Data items
# # # # # # #
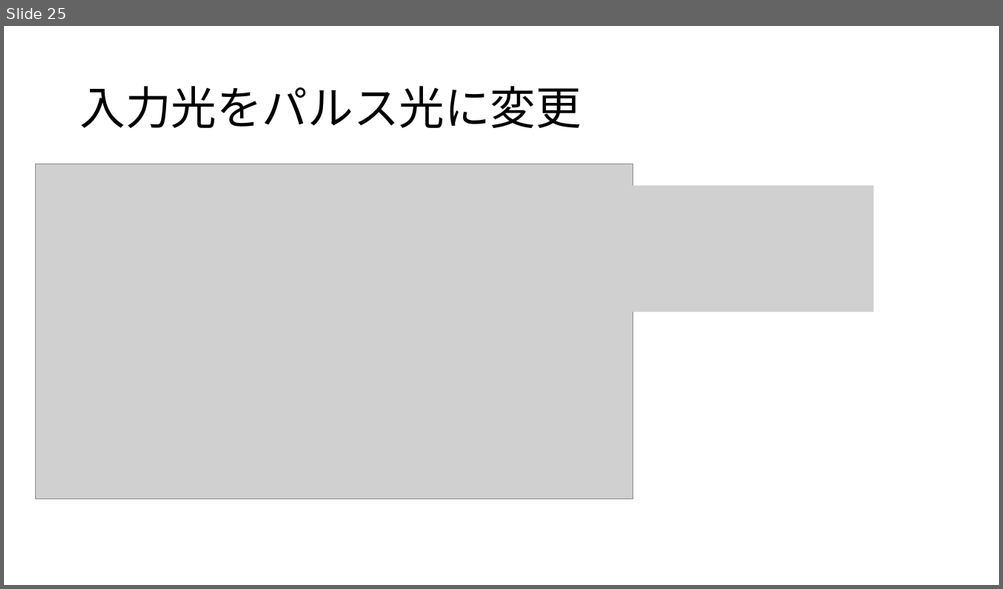
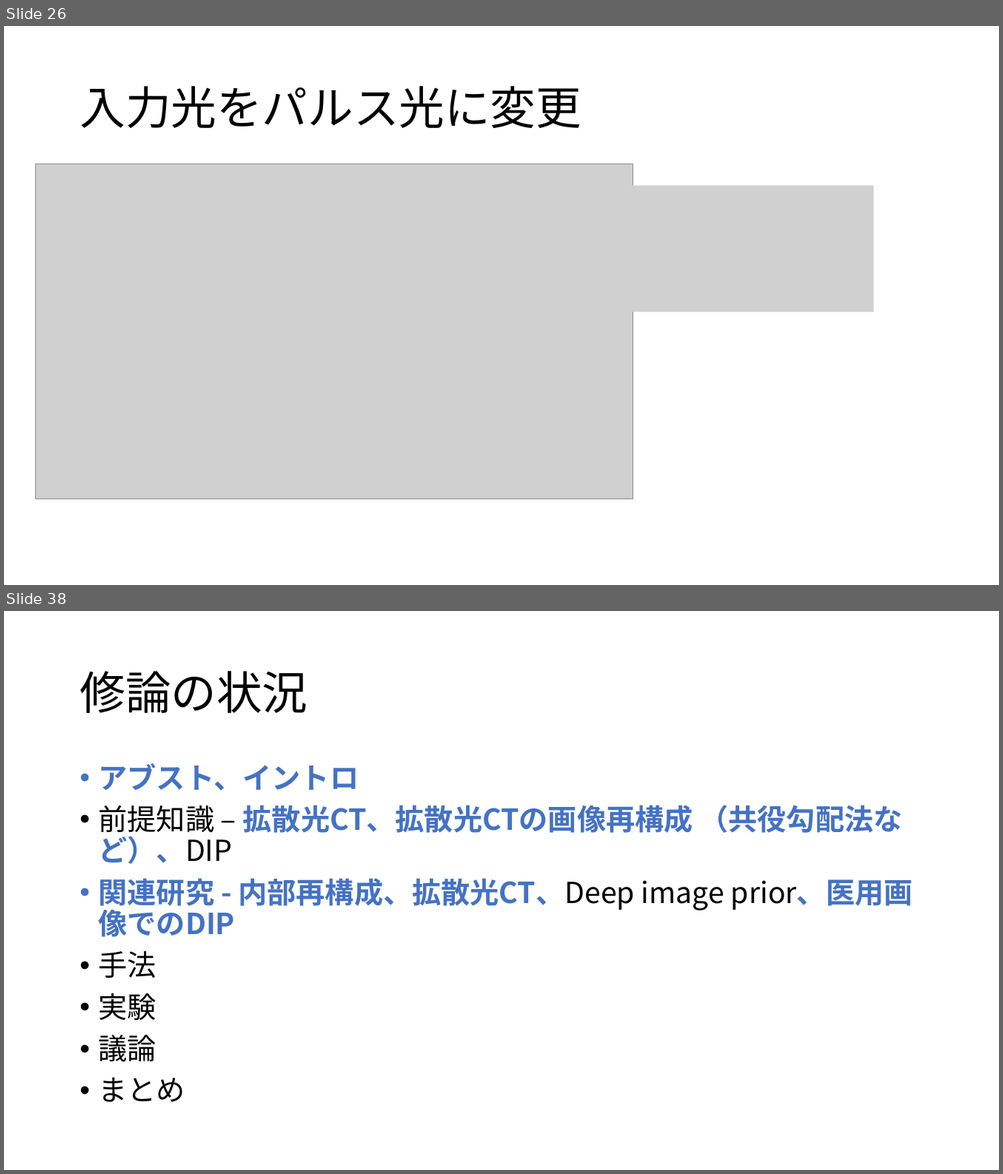
Before and after one commit to atuyoti/dot, a slide deck: slide/0519.pptx. Shown one above the other, each under a label of ours: slide 25 before the commit, slides 26 and 38 after it; the slides between them are not shown. The pictures are 1003x589 and 1003x1174 pixels, drawn with LibreOffice and Linux fonts; fonts in the diff are those of the drawing; grey boxes stand for pictures. Boxes give left, top, right and bottom in pixels: in the first picture for what was removed or moved away, otherwise in the second. Text is boxed around its words. In the diff, an @@ line names an element or a change of style, - is before the commit and + after.

```diff
--- a/slide/0519.pptx
+++ b/slide/0519.pptx
@@ slide 38 added at <box>4,611,999,1170</box>, background #FFFFFF @@
@@ title added at <box>79,671,307,713</box>, 44 pt, text #000000 @@
+修論の状況
@@ text added at <box>99,763,913,1102</box>, 28 pt, text #4472C4, bold @@
+• アブスト、イントロ
+• 前提知識 – 拡散光CT、拡散光CTの画像再構成 （共役勾配法など）、DIP
+• 関連研究 - 内部再構成、拡散光CT、Deep image prior、医用画像でのDIP
+• 手法
+• 実験
+• 議論
+• まとめ
@@ what was slide 25 is now slide 26 @@
```
Also in this commit, not shown: 3 slides changed, 20 other slides added.
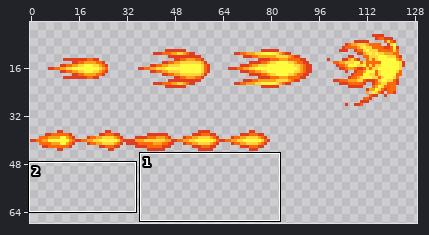
Sprite sheet -- Assets/Textures/Fireball.png. Above, an overview of the earlier version with the close-up marked.
Close-up. The starting point:
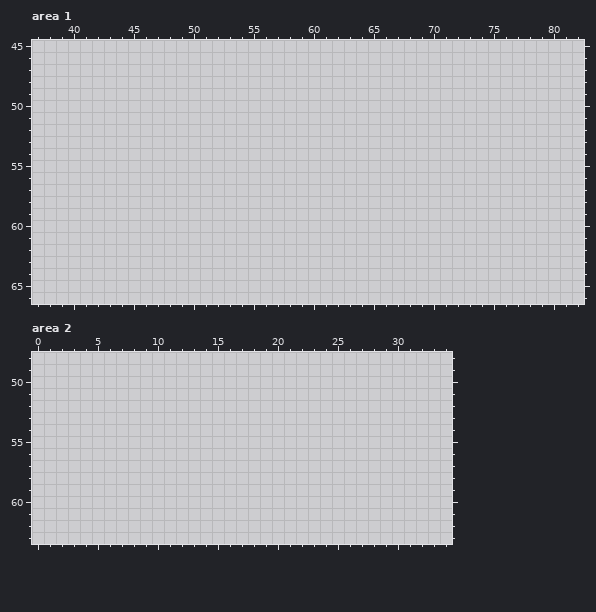
The file is 192x80 pixels. Shown: area 1: x 37..82, y 45..66; area 2: x 0..34, y 48..63. The wide view leaves out empty margins.
Palette (. is transparent): 
New version:
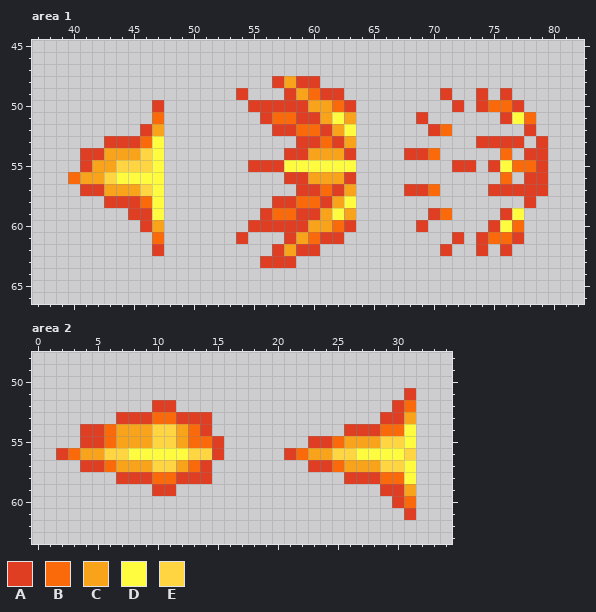
Colours new in this view: A #df3e23  B #fa6a0a  C #f9a31b  D #fffc40  E #ffd541
What changed:
Area 1:
Colour A now appears in row 48 at x 57 and 59 to 60; in row 49 at x 54, 58, 61 to 62, 71, 74 and 76; in row 50 at x 47, 55 to 59, 63, 72, 74 and 77; in row 51 at x 56, 59 to 60, 69 and 76; in row 52 at x 46, 57 to 58, 61, 70 and 78; in row 53 at x 43 to 45, 59 to 60, 62, 74 to 77 and 79.
Colour A now appears in row 54 at x 41 to 42, 58 to 59, 63, 68 to 69 and 78 to 79; in row 55 at x 41, 55 to 57, 72 to 73, 75 and 79; in row 56 at x 58 to 59, 63 and 78 to 79; in row 57 at x 41 to 42, 59 to 60, 62, 68 to 69 and 75 to 79; in row 58 at x 43 to 45, 57 to 58, 61 and 78; in row 59 at x 45 to 46, 56, 59 to 60, 70 and 76.
Colour A now appears in row 60 at x 46, 55 to 59, 63, 69 and 75; in row 61 at x 54, 58, 61 to 62, 72, 74 and 77; in row 62 at x 47, 57, 59 to 60, 71, 74 and 76; in row 63 at x 56 to 58.
Colour B now appears in row 49 at x 60; in row 50 at x 62 and 75 to 76; in row 51 at x 47, 57 to 58 and 78; in row 52 at x 59 to 60 and 71; in row 53 at x 46 and 61; in row 54 at x 70 and 76.
Colour B now appears in row 55 at x 77 to 78; in row 56 at x 40 and 76; in row 57 at x 61 and 70; in row 58 at x 46 and 59 to 60; in row 59 at x 57 to 58 and 71; in row 60 at x 62 and 77.
Colour B now appears in row 61 at x 47, 60 and 75 to 76.
Colour C now appears in row 48 at x 58; in row 49 at x 59; in row 50 at x 60 to 61; in row 51 at x 61 and 63; in row 52 at x 47 and 62; in row 53 at x 63.
Colour C now appears in row 54 at x 43 to 45 and 60 to 62; in row 55 at x 42 to 43; in row 56 at x 41 to 42 and 60 to 62; in row 57 at x 43 to 45 and 63; in row 58 at x 62; in row 59 at x 61 and 63.
Colour C now appears in row 60 at x 47 and 60 to 61; in row 61 at x 59; in row 62 at x 58.
Colour D now appears in row 51 at x 62 and 77; in row 52 at x 63; in rows 53 to 54 at x 47; in row 55 at x 47, 58 to 63 and 76; in row 56 at x 44 to 47; in row 57 at x 47.
Colour D now appears in row 58 at x 47 and 63; in row 59 at x 47, 62 and 77; in row 60 at x 76.
Colour E now appears in row 54 at x 46; in row 55 at x 44 to 46; in row 56 at x 43; in row 57 at x 46.
Area 2:
Colour A now appears in row 51 at x 31; in row 52 at x 10 to 11 and 30; in row 53 at x 7 to 9, 12 to 14 and 29 to 30; in row 54 at x 4 to 5, 14 and 26 to 28; in row 55 at x 4 to 5, 15 and 23 to 24; in row 56 at x 2, 15 and 21.
Colour A now appears in row 57 at x 4 to 5, 14 and 23 to 24; in row 58 at x 7 to 9, 12 to 14 and 26 to 28; in row 59 at x 10 to 11 and 29 to 30; in row 60 at x 30; in row 61 at x 31.
Colour B now appears in row 52 at x 31; in row 53 at x 10 to 11; in row 54 at x 6, 13 and 29 to 30; in row 55 at x 6, 13 to 14 and 25; in row 56 at x 3 and 22; in row 57 at x 6, 13 and 25.
Colour B now appears in row 58 at x 10 to 11 and 29 to 30; in row 60 at x 31.
Colour C now appears in row 53 at x 31; in row 54 at x 7 to 9 and 12; in row 55 at x 7 to 9, 12 and 26 to 28; in row 56 at x 4 to 5 and 23 to 24; in row 57 at x 7 to 9, 12 and 26 to 28; in row 59 at x 31.
Colour D now appears in rows 54 to 55 at x 31; in row 56 at x 8 to 12 and 27 to 30; in rows 57 to 58 at x 31.
Colour E now appears in row 54 at x 10 to 11; in row 55 at x 10 to 11 and 29 to 30; in row 56 at x 6 to 7, 13 to 14, 25 to 26 and 31; in row 57 at x 10 to 11 and 29 to 30.
Changed places in both close-ups, as pixel boxes (x1, y1, x2, y2):
added: (236, 76, 356, 268)
added: (404, 88, 548, 256)
added: (68, 100, 164, 256)
added: (284, 388, 416, 520)
added: (56, 400, 224, 496)
# # # # # # #
Exercise aim
The job here is to write out the records exactly, pictures excluded.

Result of the exercise
Before and after one commit to atuyoti/dot, a slide deck: slide/0519.pptx. Shown one above the other, each under a label of ours: slide 25 before the commit, slides 26 and 38 after it; the slides between them are not shown. The pictures are 1003x589 and 1003x1174 pixels, drawn with LibreOffice and Linux fonts; fonts in the diff are those of the drawing; grey boxes stand for pictures. Boxes give left, top, right and bottom in pixels: in the first picture for what was removed or moved away, otherwise in the second. Text is boxed around its words. In the diff, an @@ line names an element or a change of style, - is before the commit and + after.

```diff
--- a/slide/0519.pptx
+++ b/slide/0519.pptx
@@ slide 38 added at <box>4,611,999,1170</box>, background #FFFFFF @@
@@ title added at <box>79,671,307,713</box>, 44 pt, text #000000 @@
+修論の状況
@@ text added at <box>99,763,913,1102</box>, 28 pt, text #4472C4, bold @@
+• アブスト、イントロ
+• 前提知識 – 拡散光CT、拡散光CTの画像再構成 （共役勾配法など）、DIP
+• 関連研究 - 内部再構成、拡散光CT、Deep image prior、医用画像でのDIP
+• 手法
+• 実験
+• 議論
+• まとめ
@@ what was slide 25 is now slide 26 @@
```
Also in this commit, not shown: 3 slides changed, 20 other slides added.
Sprite sheet -- Assets/Textures/Fireball.png. Above, an overview of the earlier version with the close-up marked.
Close-up. The starting point:
The file is 192x80 pixels. Shown: area 1: x 37..82, y 45..66; area 2: x 0..34, y 48..63. The wide view leaves out empty margins.
Palette (. is transparent): 
New version:
Colours new in this view: A #df3e23  B #fa6a0a  C #f9a31b  D #fffc40  E #ffd541
What changed:
Area 1:
Colour A now appears in row 48 at x 57 and 59 to 60; in row 49 at x 54, 58, 61 to 62, 71, 74 and 76; in row 50 at x 47, 55 to 59, 63, 72, 74 and 77; in row 51 at x 56, 59 to 60, 69 and 76; in row 52 at x 46, 57 to 58, 61, 70 and 78; in row 53 at x 43 to 45, 59 to 60, 62, 74 to 77 and 79.
Colour A now appears in row 54 at x 41 to 42, 58 to 59, 63, 68 to 69 and 78 to 79; in row 55 at x 41, 55 to 57, 72 to 73, 75 and 79; in row 56 at x 58 to 59, 63 and 78 to 79; in row 57 at x 41 to 42, 59 to 60, 62, 68 to 69 and 75 to 79; in row 58 at x 43 to 45, 57 to 58, 61 and 78; in row 59 at x 45 to 46, 56, 59 to 60, 70 and 76.
Colour A now appears in row 60 at x 46, 55 to 59, 63, 69 and 75; in row 61 at x 54, 58, 61 to 62, 72, 74 and 77; in row 62 at x 47, 57, 59 to 60, 71, 74 and 76; in row 63 at x 56 to 58.
Colour B now appears in row 49 at x 60; in row 50 at x 62 and 75 to 76; in row 51 at x 47, 57 to 58 and 78; in row 52 at x 59 to 60 and 71; in row 53 at x 46 and 61; in row 54 at x 70 and 76.
Colour B now appears in row 55 at x 77 to 78; in row 56 at x 40 and 76; in row 57 at x 61 and 70; in row 58 at x 46 and 59 to 60; in row 59 at x 57 to 58 and 71; in row 60 at x 62 and 77.
Colour B now appears in row 61 at x 47, 60 and 75 to 76.
Colour C now appears in row 48 at x 58; in row 49 at x 59; in row 50 at x 60 to 61; in row 51 at x 61 and 63; in row 52 at x 47 and 62; in row 53 at x 63.
Colour C now appears in row 54 at x 43 to 45 and 60 to 62; in row 55 at x 42 to 43; in row 56 at x 41 to 42 and 60 to 62; in row 57 at x 43 to 45 and 63; in row 58 at x 62; in row 59 at x 61 and 63.
Colour C now appears in row 60 at x 47 and 60 to 61; in row 61 at x 59; in row 62 at x 58.
Colour D now appears in row 51 at x 62 and 77; in row 52 at x 63; in rows 53 to 54 at x 47; in row 55 at x 47, 58 to 63 and 76; in row 56 at x 44 to 47; in row 57 at x 47.
Colour D now appears in row 58 at x 47 and 63; in row 59 at x 47, 62 and 77; in row 60 at x 76.
Colour E now appears in row 54 at x 46; in row 55 at x 44 to 46; in row 56 at x 43; in row 57 at x 46.
Area 2:
Colour A now appears in row 51 at x 31; in row 52 at x 10 to 11 and 30; in row 53 at x 7 to 9, 12 to 14 and 29 to 30; in row 54 at x 4 to 5, 14 and 26 to 28; in row 55 at x 4 to 5, 15 and 23 to 24; in row 56 at x 2, 15 and 21.
Colour A now appears in row 57 at x 4 to 5, 14 and 23 to 24; in row 58 at x 7 to 9, 12 to 14 and 26 to 28; in row 59 at x 10 to 11 and 29 to 30; in row 60 at x 30; in row 61 at x 31.
Colour B now appears in row 52 at x 31; in row 53 at x 10 to 11; in row 54 at x 6, 13 and 29 to 30; in row 55 at x 6, 13 to 14 and 25; in row 56 at x 3 and 22; in row 57 at x 6, 13 and 25.
Colour B now appears in row 58 at x 10 to 11 and 29 to 30; in row 60 at x 31.
Colour C now appears in row 53 at x 31; in row 54 at x 7 to 9 and 12; in row 55 at x 7 to 9, 12 and 26 to 28; in row 56 at x 4 to 5 and 23 to 24; in row 57 at x 7 to 9, 12 and 26 to 28; in row 59 at x 31.
Colour D now appears in rows 54 to 55 at x 31; in row 56 at x 8 to 12 and 27 to 30; in rows 57 to 58 at x 31.
Colour E now appears in row 54 at x 10 to 11; in row 55 at x 10 to 11 and 29 to 30; in row 56 at x 6 to 7, 13 to 14, 25 to 26 and 31; in row 57 at x 10 to 11 and 29 to 30.
Changed places in both close-ups, as pixel boxes (x1, y1, x2, y2):
added: (236, 76, 356, 268)
added: (404, 88, 548, 256)
added: (68, 100, 164, 256)
added: (284, 388, 416, 520)
added: (56, 400, 224, 496)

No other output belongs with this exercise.